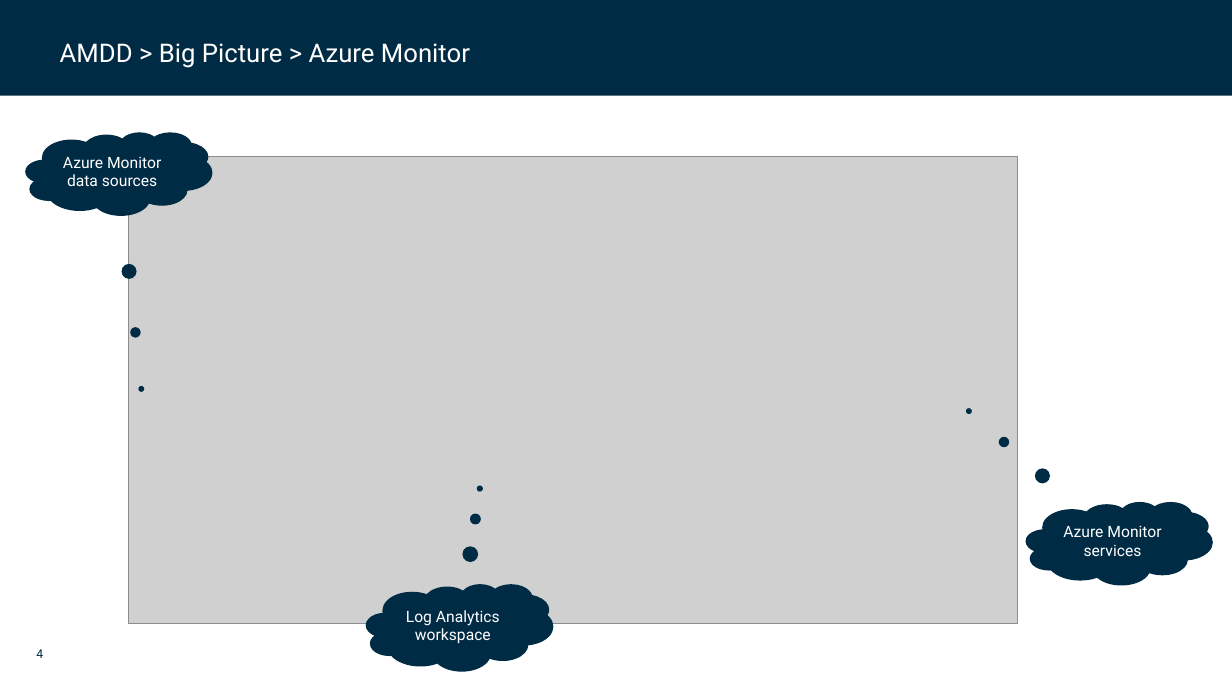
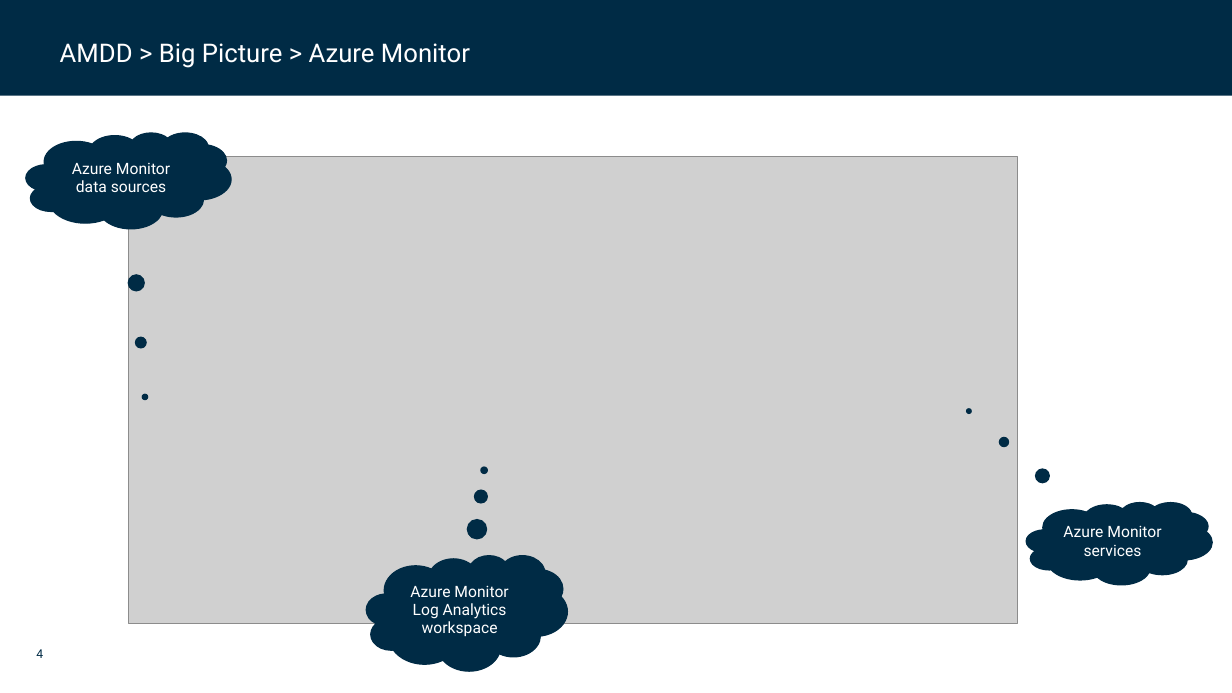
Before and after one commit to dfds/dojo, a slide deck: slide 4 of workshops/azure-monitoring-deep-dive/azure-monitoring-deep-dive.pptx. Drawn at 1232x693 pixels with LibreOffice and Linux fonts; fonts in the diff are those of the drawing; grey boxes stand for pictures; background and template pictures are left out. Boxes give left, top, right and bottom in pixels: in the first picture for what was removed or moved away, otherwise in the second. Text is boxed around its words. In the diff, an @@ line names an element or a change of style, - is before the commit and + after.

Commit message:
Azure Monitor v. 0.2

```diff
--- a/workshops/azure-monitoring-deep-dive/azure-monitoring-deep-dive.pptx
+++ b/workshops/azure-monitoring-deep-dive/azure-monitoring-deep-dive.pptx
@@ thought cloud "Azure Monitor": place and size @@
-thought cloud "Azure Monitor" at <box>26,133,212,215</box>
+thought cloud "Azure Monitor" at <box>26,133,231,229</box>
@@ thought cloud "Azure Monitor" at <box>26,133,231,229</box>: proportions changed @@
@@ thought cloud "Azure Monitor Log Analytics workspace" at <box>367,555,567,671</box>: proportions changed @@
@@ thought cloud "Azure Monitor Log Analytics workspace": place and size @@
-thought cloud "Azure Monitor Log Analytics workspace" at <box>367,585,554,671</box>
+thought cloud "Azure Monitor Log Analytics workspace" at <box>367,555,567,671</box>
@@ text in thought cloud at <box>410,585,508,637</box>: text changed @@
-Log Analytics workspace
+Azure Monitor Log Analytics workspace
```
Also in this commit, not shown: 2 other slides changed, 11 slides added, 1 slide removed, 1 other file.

§ §

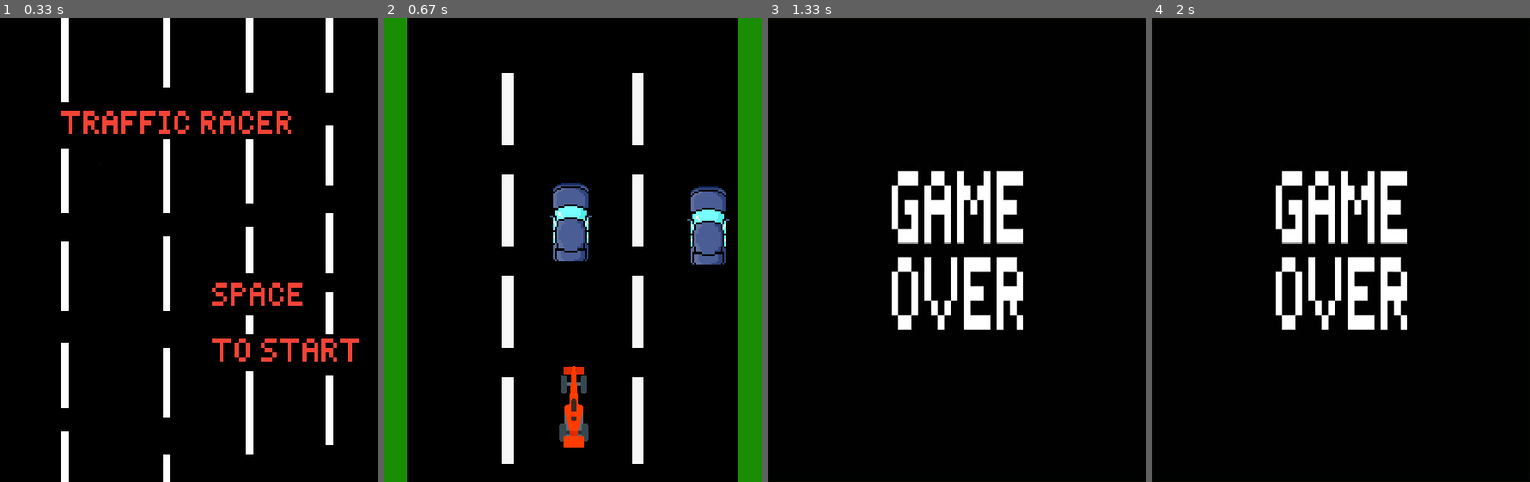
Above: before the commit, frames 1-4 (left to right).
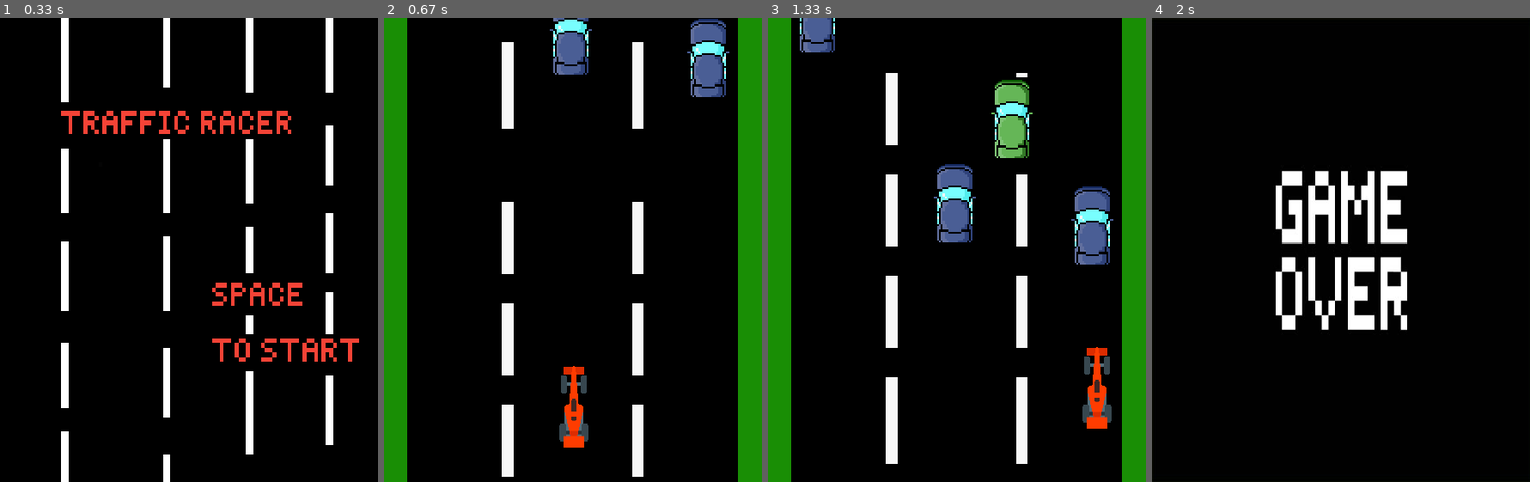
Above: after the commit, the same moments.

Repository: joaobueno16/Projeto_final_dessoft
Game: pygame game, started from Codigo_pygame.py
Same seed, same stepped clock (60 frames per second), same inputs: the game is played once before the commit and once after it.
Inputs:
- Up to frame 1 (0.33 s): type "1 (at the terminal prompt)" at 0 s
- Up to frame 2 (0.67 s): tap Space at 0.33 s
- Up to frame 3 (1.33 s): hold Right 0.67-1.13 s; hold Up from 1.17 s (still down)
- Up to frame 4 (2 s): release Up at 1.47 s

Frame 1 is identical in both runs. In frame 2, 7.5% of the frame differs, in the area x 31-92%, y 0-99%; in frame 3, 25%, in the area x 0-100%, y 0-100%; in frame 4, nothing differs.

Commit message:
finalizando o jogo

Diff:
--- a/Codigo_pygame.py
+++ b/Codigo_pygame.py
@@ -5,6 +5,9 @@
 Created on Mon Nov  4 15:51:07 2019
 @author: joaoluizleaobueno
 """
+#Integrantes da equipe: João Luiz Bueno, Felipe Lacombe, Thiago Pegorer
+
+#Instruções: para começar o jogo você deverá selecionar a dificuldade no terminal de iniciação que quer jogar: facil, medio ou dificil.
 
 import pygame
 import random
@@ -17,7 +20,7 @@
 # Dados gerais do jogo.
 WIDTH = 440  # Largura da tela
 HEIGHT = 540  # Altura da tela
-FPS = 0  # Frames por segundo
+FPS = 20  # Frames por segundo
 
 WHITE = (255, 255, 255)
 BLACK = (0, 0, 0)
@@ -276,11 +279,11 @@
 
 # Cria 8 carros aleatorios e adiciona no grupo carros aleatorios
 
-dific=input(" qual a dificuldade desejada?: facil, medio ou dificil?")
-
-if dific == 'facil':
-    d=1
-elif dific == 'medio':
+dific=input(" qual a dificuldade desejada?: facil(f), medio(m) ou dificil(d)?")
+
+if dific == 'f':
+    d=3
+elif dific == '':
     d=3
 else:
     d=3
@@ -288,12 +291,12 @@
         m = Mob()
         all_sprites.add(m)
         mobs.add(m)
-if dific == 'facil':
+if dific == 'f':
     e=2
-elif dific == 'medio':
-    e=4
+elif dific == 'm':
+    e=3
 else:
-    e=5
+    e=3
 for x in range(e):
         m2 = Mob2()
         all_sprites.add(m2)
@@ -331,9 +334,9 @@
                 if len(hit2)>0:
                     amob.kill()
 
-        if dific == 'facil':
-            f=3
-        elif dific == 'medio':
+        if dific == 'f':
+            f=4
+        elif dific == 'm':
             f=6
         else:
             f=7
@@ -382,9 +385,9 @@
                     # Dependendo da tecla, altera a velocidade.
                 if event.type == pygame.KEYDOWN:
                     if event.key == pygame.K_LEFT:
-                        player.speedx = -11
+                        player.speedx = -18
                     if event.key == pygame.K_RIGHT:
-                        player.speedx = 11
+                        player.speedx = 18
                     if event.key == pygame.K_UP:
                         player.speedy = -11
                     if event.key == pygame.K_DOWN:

§ §

If a line above holds the word "desejada", copy it.

-dific=input(" qual a dificuldade desejada?: facil, medio ou dificil?")
+dific=input(" qual a dificuldade desejada?: facil(f), medio(m) ou dificil(d)?")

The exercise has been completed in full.